** Opening ENTRIES SHOWN block **

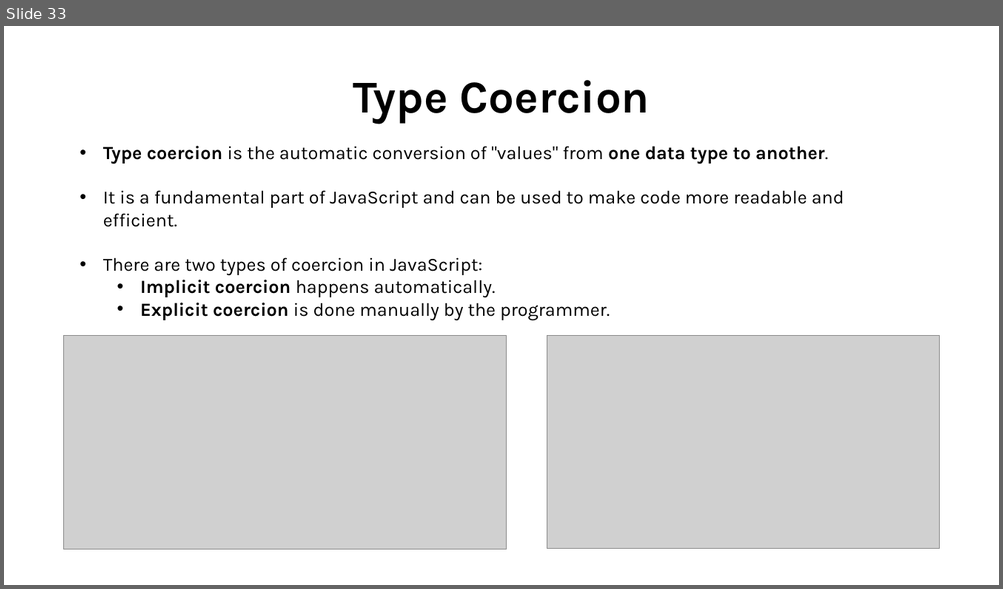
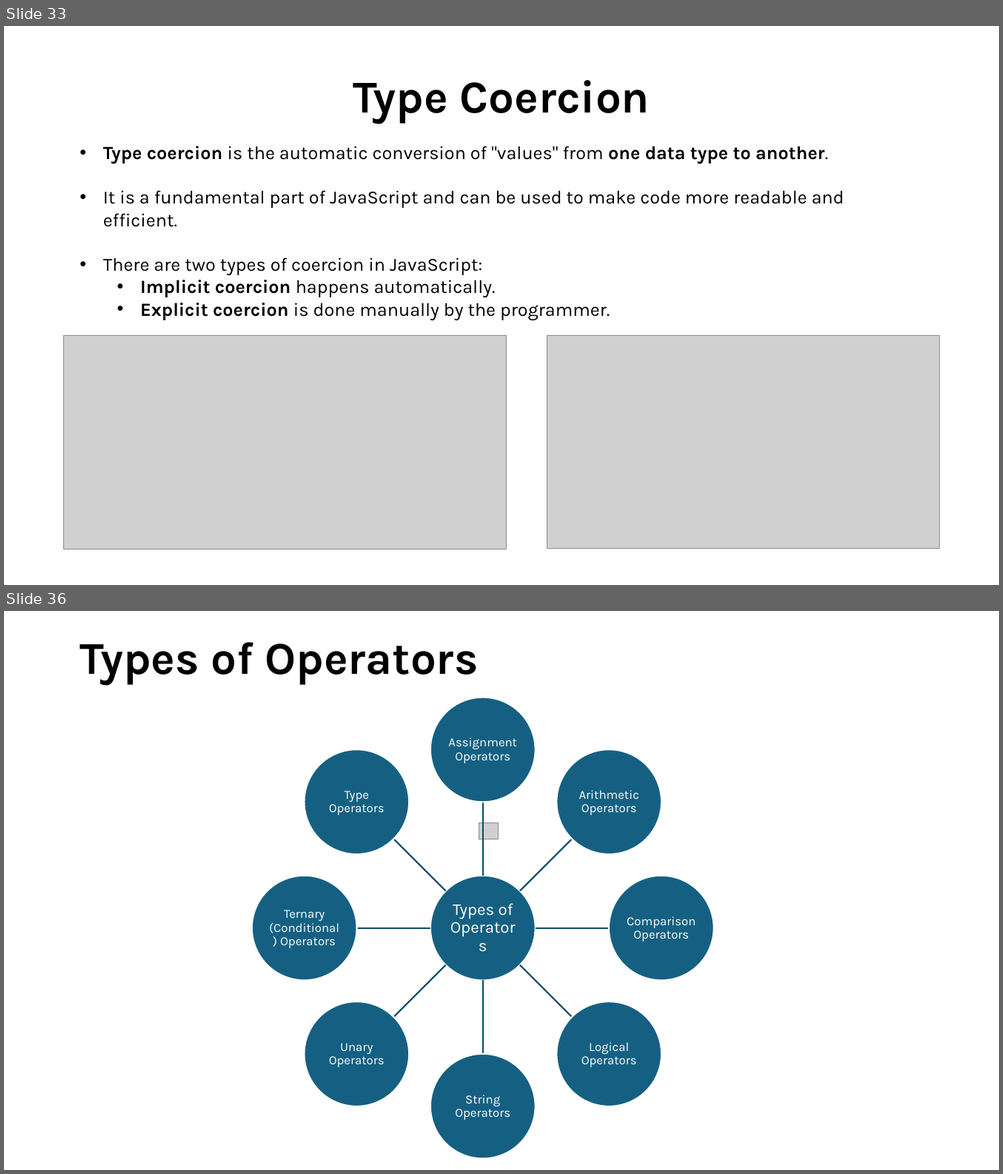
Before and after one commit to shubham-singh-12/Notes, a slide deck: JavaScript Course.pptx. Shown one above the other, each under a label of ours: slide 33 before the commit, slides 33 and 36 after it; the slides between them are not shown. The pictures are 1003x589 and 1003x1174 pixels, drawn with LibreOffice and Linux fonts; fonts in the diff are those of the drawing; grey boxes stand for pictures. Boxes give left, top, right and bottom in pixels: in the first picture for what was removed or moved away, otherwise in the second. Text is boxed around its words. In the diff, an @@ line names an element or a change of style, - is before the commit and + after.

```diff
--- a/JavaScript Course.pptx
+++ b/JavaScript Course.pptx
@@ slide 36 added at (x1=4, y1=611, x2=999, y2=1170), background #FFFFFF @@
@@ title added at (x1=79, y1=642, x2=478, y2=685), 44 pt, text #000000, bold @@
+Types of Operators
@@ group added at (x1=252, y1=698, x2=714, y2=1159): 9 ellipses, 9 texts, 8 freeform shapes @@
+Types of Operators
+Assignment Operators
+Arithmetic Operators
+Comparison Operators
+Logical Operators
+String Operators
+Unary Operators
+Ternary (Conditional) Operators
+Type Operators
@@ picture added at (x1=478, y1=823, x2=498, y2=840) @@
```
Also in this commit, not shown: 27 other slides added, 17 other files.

** Closing ENTRIES SHOWN block **

> PROBLEM
Some of the data mentions "added". Copy every line where it does.

> WRITTEN SOLUTION
@@ slide 36 added at (x1=4, y1=611, x2=999, y2=1170), background #FFFFFF @@
@@ title added at (x1=79, y1=642, x2=478, y2=685), 44 pt, text #000000, bold @@
@@ group added at (x1=252, y1=698, x2=714, y2=1159): 9 ellipses, 9 texts, 8 freeform shapes @@
@@ picture added at (x1=478, y1=823, x2=498, y2=840) @@
Also in this commit, not shown: 27 other slides added, 17 other files.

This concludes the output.